Charities Bill
There were a number of issues affecting charities contained in the Queen’s Speech last week, one of which was the Charities Bill. Below are five key changes:
- charities and trustees will be able to amend their governing documents or Royal Charters more easily – remaining subject to the Charity Commission and the Privy Council’s approval in certain circumstances;
- charities will have access to a much wider pool of professional advisors on land disposal, and to more straightforward rules on what advice they must receive, which could save them time and money when selling land;
- charities will have more flexibility to make use of a ‘permanent endowment’ – this is money or property originally meant to be held by a charity forever, including a change which will allow trustees to borrow a sum of up to 25% of the value of their permanent endowment funds, without the Charity Commission’s approval;
- trustees will be able to be paid for goods provided to a charity in certain circumstances, even if not expressly stated in the charity’s governing document (currently trustees can only be paid for supply of services). From pencils to paint, this will allow charities the flexibility to access goods from trustees when it is in the best interests of the charity (e.g. if cheaper), without needing Charity Commission permission;
- charities will be able to take advantage of simpler and more proportionate rules on failed fundraising appeals.

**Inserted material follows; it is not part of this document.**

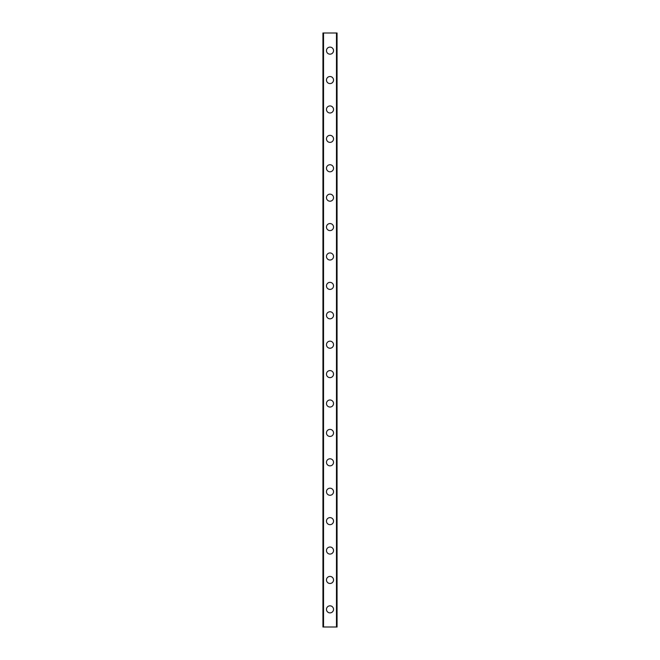 <?xml version="1.0" encoding="UTF-8"?>
<svg xmlns="http://www.w3.org/2000/svg" width="660" height="660" viewBox="0 0 660 660"><rect width="100%" height="100%" fill="white"/><g stroke="black" fill="none" stroke-linecap="round" stroke-linejoin="round"><path stroke-width="0.99" d="M326.469 609.353A3.531 3.531 0 0 1 330 605.831A3.531 3.531 0 0 1 333.531 609.353A3.531 3.531 0 0 1 330 612.884A3.531 3.531 0 0 1 326.469 609.353M326.469 579.95A3.531 3.531 0 0 1 330 576.419A3.531 3.531 0 0 1 333.531 579.95A3.531 3.531 0 0 1 330 583.481A3.531 3.531 0 0 1 326.469 579.95M326.469 550.547A3.531 3.531 0 0 1 330 547.016A3.531 3.531 0 0 1 333.531 550.547A3.531 3.531 0 0 1 330 554.07A3.531 3.531 0 0 1 326.469 550.547M326.469 521.136A3.531 3.531 0 0 1 330 517.613A3.531 3.531 0 0 1 333.531 521.136A3.531 3.531 0 0 1 330 524.667A3.531 3.531 0 0 1 326.469 521.136M326.469 491.733A3.531 3.531 0 0 1 330 488.202A3.531 3.531 0 0 1 333.531 491.733A3.531 3.531 0 0 1 330 495.264A3.531 3.531 0 0 1 326.469 491.733M326.469 462.33A3.531 3.531 0 0 1 330 458.799A3.531 3.531 0 0 1 333.531 462.33A3.531 3.531 0 0 1 330 465.853A3.531 3.531 0 0 1 326.469 462.33M326.469 432.919A3.531 3.531 0 0 1 330 429.396A3.531 3.531 0 0 1 333.531 432.919A3.531 3.531 0 0 1 330 436.45A3.531 3.531 0 0 1 326.469 432.919M326.469 403.516A3.531 3.531 0 0 1 330 399.985A3.531 3.531 0 0 1 333.531 403.516A3.531 3.531 0 0 1 330 407.047A3.531 3.531 0 0 1 326.469 403.516M326.469 374.113A3.531 3.531 0 0 1 330 370.582A3.531 3.531 0 0 1 333.531 374.113A3.531 3.531 0 0 1 330 377.635A3.531 3.531 0 0 1 326.469 374.113M326.469 344.701A3.531 3.531 0 0 1 330 341.171A3.531 3.531 0 0 1 333.531 344.701A3.531 3.531 0 0 1 330 348.233A3.531 3.531 0 0 1 326.469 344.701M326.469 315.298A3.531 3.531 0 0 1 330 311.767A3.531 3.531 0 0 1 333.531 315.298A3.531 3.531 0 0 1 330 318.829A3.531 3.531 0 0 1 326.469 315.298M326.469 285.887A3.531 3.531 0 0 1 330 282.364A3.531 3.531 0 0 1 333.531 285.887A3.531 3.531 0 0 1 330 289.418A3.531 3.531 0 0 1 326.469 285.887M326.469 256.484A3.531 3.531 0 0 1 330 252.953A3.531 3.531 0 0 1 333.531 256.484A3.531 3.531 0 0 1 330 260.015A3.531 3.531 0 0 1 326.469 256.484M326.469 227.081A3.531 3.531 0 0 1 330 223.55A3.531 3.531 0 0 1 333.531 227.081A3.531 3.531 0 0 1 330 230.604A3.531 3.531 0 0 1 326.469 227.081M326.469 197.67A3.531 3.531 0 0 1 330 194.147A3.531 3.531 0 0 1 333.531 197.67A3.531 3.531 0 0 1 330 201.201A3.531 3.531 0 0 1 326.469 197.67M326.469 168.267A3.531 3.531 0 0 1 330 164.736A3.531 3.531 0 0 1 333.531 168.267A3.531 3.531 0 0 1 330 171.798A3.531 3.531 0 0 1 326.469 168.267M326.469 138.864A3.531 3.531 0 0 1 330 135.333A3.531 3.531 0 0 1 333.531 138.864A3.531 3.531 0 0 1 330 142.387A3.531 3.531 0 0 1 326.469 138.864M326.469 109.453A3.531 3.531 0 0 1 330 105.93A3.531 3.531 0 0 1 333.531 109.453A3.531 3.531 0 0 1 330 112.984A3.531 3.531 0 0 1 326.469 109.453M326.469 80.05A3.531 3.531 0 0 1 330 76.519A3.531 3.531 0 0 1 333.531 80.05A3.531 3.531 0 0 1 330 83.581A3.531 3.531 0 0 1 326.469 80.05M326.469 50.647A3.531 3.531 0 0 1 330 47.116A3.531 3.531 0 0 1 333.531 50.647A3.531 3.531 0 0 1 330 54.169A3.531 3.531 0 0 1 326.469 50.647M323.532 33L322.946 33L322.946 627L337.054 627L337.054 33L323.532 33L323.532 627M336.468 33L336.468 627"/></g></svg>

For example, if a charity appeal raises too little money, the charity will be able to spend donations below £120 on similar charitable purposes without needing to contact individual donors for permission
.Dormant assets
- As part of the pledge to support the voluntary sector, the government will legislate to extend the dormant assets scheme. Under the 2008 legislation, money in dormant bank and building society accounts can be put towards social and environmental causes and has been used to fund a number of youth initiatives.
- The legislation will extend the current scheme to include assets such as investments, insurance and pensions, which the government estimates could unlock an additional £800m. However, even once the legislation is passed, it is likely to take a few years before any new money starts to come in but this legislation will start the process.
As has been widely reported, there were no new proposals on social care.